About the Leverhulme Centre for Water Cultures
The University of Hull's Leverhulme Doctoral Scholarships Centre for Water Cultures pioneers a new, humanities-led, interdisciplinary and transhistorical research area, the ‘green-blue humanities.’
It equips a new generation of PhD students to take this agenda forward, transforming our understanding of our relationships with water and shaping future research agendas, methods, and approaches within and between disciplines.
Join our webinar – Thursday 11 March 2021
We are hosting a free webinar to help you find out more about funded postgraduate research at the Leverhulme Centre for Water Cultures. Join us to hear from programme leaders, supervisors, students and researchers and ask any burning questions at the Q&A. Register here
About this project
This is an exciting opportunity for an ambitious, talented and enthusiastic researcher to conduct interdisciplinary research in order to advance thinking within the area of blue-green humanities through offering innovative new perspectives on writing in British/Irish estuary regions between 1500-1700.
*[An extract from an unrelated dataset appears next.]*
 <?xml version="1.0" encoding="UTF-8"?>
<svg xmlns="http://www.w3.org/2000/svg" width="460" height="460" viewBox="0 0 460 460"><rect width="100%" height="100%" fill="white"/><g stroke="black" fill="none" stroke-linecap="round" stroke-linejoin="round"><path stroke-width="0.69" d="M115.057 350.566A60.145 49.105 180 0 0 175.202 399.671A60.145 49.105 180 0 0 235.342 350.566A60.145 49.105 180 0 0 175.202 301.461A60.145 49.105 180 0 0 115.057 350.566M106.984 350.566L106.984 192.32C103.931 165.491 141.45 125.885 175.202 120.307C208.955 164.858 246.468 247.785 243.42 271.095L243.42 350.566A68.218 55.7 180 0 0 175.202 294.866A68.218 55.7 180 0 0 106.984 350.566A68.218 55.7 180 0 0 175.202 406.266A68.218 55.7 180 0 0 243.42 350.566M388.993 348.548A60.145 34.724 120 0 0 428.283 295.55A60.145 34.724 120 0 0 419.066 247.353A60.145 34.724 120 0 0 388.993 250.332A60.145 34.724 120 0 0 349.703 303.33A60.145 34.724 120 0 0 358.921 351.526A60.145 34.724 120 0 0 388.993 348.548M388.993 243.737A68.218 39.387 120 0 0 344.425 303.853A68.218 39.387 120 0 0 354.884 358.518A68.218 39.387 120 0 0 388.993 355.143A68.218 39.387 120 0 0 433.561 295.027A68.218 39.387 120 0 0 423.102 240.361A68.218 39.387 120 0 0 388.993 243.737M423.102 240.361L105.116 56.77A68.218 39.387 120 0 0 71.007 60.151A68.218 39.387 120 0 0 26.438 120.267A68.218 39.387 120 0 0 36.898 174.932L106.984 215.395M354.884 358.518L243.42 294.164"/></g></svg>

Access to clean water is today regarded as a basic human right, but the literary and social history of early modern Britain suggests this was not always the case. Despite developing connections in early modern writing between water, wellbeing, and the health benefits of spa resorts, many urban centres in this period lacked the infrastructure and awareness to ensure clean water supply. These problems were particularly acute for estuary communities like London and Hull, prone to salt-water flooding and salinization of fresh water supply, and at risk from water- and insect-borne diseases. The geography of estuaries therefore makes them ideal case studies for investigating how water and wellbeing helped shape cultures and communities across Britain and Ireland.
This project adopts interdisciplinary approaches to water and wellbeing and applies these to English plays, poems, or prose writings written in British/Irish estuary regions between 1500-1700. The project will combine methodologies drawn from the environmental and medical humanities and adopt inclusive and/or global approaches to offer innovative new perspectives on writing from More to Shakespeare, Marvell to Katherine Philips. Applicants will also wish to consider how findings from the past can help estuary communities learn resilience today, in the face of climate-related emergencies that pose risks to water sanitation and supply.